Goal of the exercise:
For every line in the data below that contains "Also", copy the line.

Records from a data collection:
──────────────────────────────
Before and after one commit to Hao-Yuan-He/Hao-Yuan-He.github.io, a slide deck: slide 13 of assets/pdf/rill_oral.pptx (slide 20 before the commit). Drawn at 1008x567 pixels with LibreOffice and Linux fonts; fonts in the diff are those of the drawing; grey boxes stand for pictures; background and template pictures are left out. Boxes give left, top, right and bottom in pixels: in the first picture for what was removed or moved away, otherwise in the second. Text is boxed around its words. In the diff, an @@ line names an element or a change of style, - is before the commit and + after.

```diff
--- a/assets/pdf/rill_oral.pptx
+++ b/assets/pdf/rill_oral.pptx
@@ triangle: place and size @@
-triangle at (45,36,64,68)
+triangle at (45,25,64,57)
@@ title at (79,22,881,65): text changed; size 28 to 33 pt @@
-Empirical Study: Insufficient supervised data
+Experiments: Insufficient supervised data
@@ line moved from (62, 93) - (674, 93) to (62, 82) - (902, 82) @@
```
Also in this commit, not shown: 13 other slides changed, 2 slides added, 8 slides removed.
──────────────────────────────
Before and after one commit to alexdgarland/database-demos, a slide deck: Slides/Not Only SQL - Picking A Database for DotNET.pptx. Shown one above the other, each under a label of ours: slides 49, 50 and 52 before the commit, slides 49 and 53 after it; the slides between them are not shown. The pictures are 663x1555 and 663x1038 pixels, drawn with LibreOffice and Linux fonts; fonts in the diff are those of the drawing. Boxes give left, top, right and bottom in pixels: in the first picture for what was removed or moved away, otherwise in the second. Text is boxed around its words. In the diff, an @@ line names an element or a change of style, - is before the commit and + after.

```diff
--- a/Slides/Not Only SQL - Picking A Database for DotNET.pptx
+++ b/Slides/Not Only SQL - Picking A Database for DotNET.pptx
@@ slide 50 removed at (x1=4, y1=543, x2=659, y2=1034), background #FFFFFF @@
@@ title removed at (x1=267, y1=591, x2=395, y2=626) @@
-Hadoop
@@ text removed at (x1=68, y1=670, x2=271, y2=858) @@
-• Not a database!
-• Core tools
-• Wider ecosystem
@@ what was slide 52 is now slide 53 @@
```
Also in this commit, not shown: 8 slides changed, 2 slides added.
──────────────────────────────
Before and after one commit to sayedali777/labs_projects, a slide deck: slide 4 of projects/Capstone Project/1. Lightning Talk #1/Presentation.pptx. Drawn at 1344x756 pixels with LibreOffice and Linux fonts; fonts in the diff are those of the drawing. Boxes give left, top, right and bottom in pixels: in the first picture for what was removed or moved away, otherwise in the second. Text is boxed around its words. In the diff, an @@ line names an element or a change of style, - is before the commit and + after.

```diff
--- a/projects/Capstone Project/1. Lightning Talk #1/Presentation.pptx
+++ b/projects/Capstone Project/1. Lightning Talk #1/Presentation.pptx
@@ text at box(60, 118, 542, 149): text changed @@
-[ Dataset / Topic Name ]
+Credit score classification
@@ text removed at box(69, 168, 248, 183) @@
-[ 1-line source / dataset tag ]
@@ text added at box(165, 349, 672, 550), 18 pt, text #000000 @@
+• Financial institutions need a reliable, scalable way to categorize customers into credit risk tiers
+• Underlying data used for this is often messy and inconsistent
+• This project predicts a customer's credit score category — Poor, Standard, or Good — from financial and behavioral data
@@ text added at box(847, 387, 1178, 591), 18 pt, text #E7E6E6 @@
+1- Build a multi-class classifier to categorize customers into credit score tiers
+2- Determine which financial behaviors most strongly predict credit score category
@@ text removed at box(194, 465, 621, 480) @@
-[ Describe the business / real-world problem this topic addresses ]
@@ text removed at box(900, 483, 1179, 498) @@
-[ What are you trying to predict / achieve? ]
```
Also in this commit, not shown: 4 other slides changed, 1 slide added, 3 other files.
──────────────────────────────
Task output:
Also in this commit, not shown: 13 other slides changed, 2 slides added, 8 slides removed.
Also in this commit, not shown: 8 slides changed, 2 slides added.
Also in this commit, not shown: 4 other slides changed, 1 slide added, 3 other files.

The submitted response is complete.